Após as férias é comum aparecer a síndrome “postférias”. Seja o confronto com o trabalho, seja o regresso à escola, os sintomas são o cansaço e a falta de força para o dia, transtornos alimentares, estado de ânimo triste; o mais comum nas crianças costuma ser fingir de manhã que está doente para evitar ir à escola, (confesso que esta artimanha usei variadas vezes até que a minha mãe topava que a “enfermidade” passava subitamente assim que eu descobria que não ia para a sala de aulas, voltando a aparecer na manhã seguinte).

 

O período de adaptação à escola, após as férias, pode durar entre dois dias a três semanas. Normalmente na quarta semana vai-se assumindo a obrigação de ir às aulas, agarrando-se ao conforto dos fins de semana e às vindouras férias de Natal.

 

Aquele período não é só das crianças. É também dos adultos pois nos sentimos alterados perante a adaptação à nova rotina.
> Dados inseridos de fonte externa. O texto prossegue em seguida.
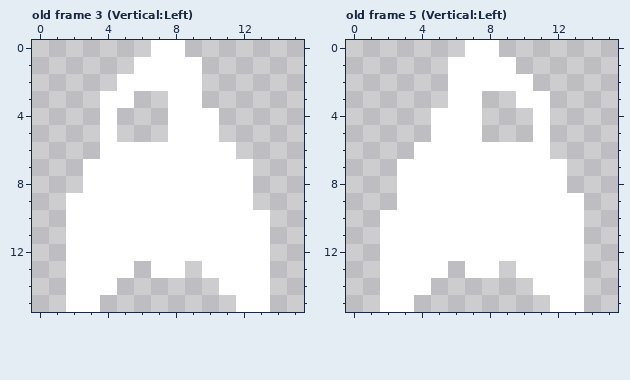
File history of a pixel-art file, arcade/micro-shooter/raw/shooter.aseprite. The first picture shows the starting point.
16x16 pixels, 10 frames. Shown: old frame 3 (Vertical:Left), old frame 5 (Vertical:Left). The commit also changed other frames, which this record leaves out.
Once edited:
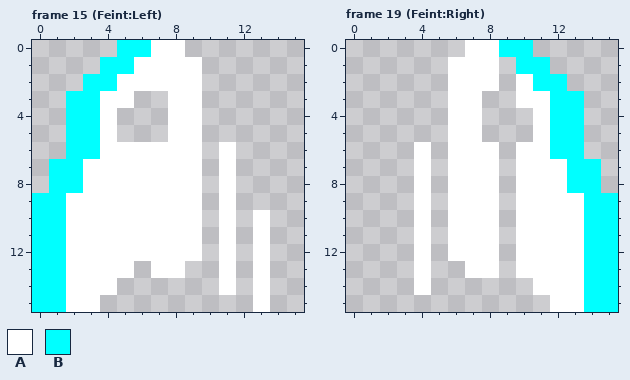
Palette (. is transparent): A #ffffff  B #00ffff
A new or re-ordered frame is compared with the old frame closest to it.
From old to new:
frames 10 -> 20
Changed rows in their new state; - is an unchanged pixel.
Frame 15 (Feint:Left) is new; against old frame 3 (Vertical:Left), layer "Player/Ship":
first column x 0:
 0 -----BB------
 1 ----BB-------
 2 ---BB--------
 3 --BB---------
 4 --BB------.--
 5 --BB------.--
 6 --BB------.--
 7 -BB-------.-.
 8 -BB-------.-.
 9 BB--------.-.
10 BB--------.-.
11 BB--------.-.
12 BB--------.-.
13 BB--------.-.
14 BB----------.
15 BB----------.
Frame 19 (Feint:Right) is new; against old frame 5 (Vertical:Left), layer "Player/Ship":
first column x 2:
 0 -------BB-----
 1 -------.BB----
 2 -------.-BB---
 3 ----------BB--
 4 ---.------BB--
 5 ---.------BB--
 6 ---.---.--BB--
 7 -.-.---.---BB-
 8 -.-.---.---BB-
 9 -.-.---.----BB
10 ..-.---.----BB
11 ..-.---.----BB
12 ..-.---.----BB
13 ..-.--------BB
14 ..----------BB
15 ..----------BB

Sendo assim temos que tentar que o nosso estado altere o mínimo possível perante o nosso pequeno pois a criança é consciente deste estado de mudança.

 

Sinto que também é importante que, como pais, tentemos criar um sentimento positivo relativamente à escola onde, embora seja uma obrigação, existem motivos para que haja momentos divertidos, seja o reencontro com os colegas, a mudança de professores, as atividades de enriquecimento escolar ou os primeiros namoricos!

 

Devemos também mostrar algum interesse em saber como vão as coisas na escola mas sem que isso pareça um interrogatório caso contrário os nossos filhos ficarão fartos de nós.

 

A comunicação na família é a base duma estabilidade emocional.

 

Também é importante explicar aos nossos filhos o trabalho importante e difícil que os professores têm ao lidar dia após dia com diferentes turmas, e fazer cumprir um programa por dar, por isso quanto mais lhes forem facilitadas aquelas tarefas muito melhor e mais leve será o ano e, por favor, não obriguem os vossos filhos a ter resultados excelentes pois isso é acrescentar pressão num sistema educativo que, por si só, já pressiona todos (pais, crianças, professores). Pode demorar até que as coisas mudem enquanto copiamos outros sistemas com melhores resultados, como o Finlandês, por exemplo.

 

Boa Sorte para todos e sempre teremos os fins de semana para apanhar o ar de que precisamos para o resto da semana e a lembrança das nossas férias com a certeza de que o verão há de voltar, volver, come back!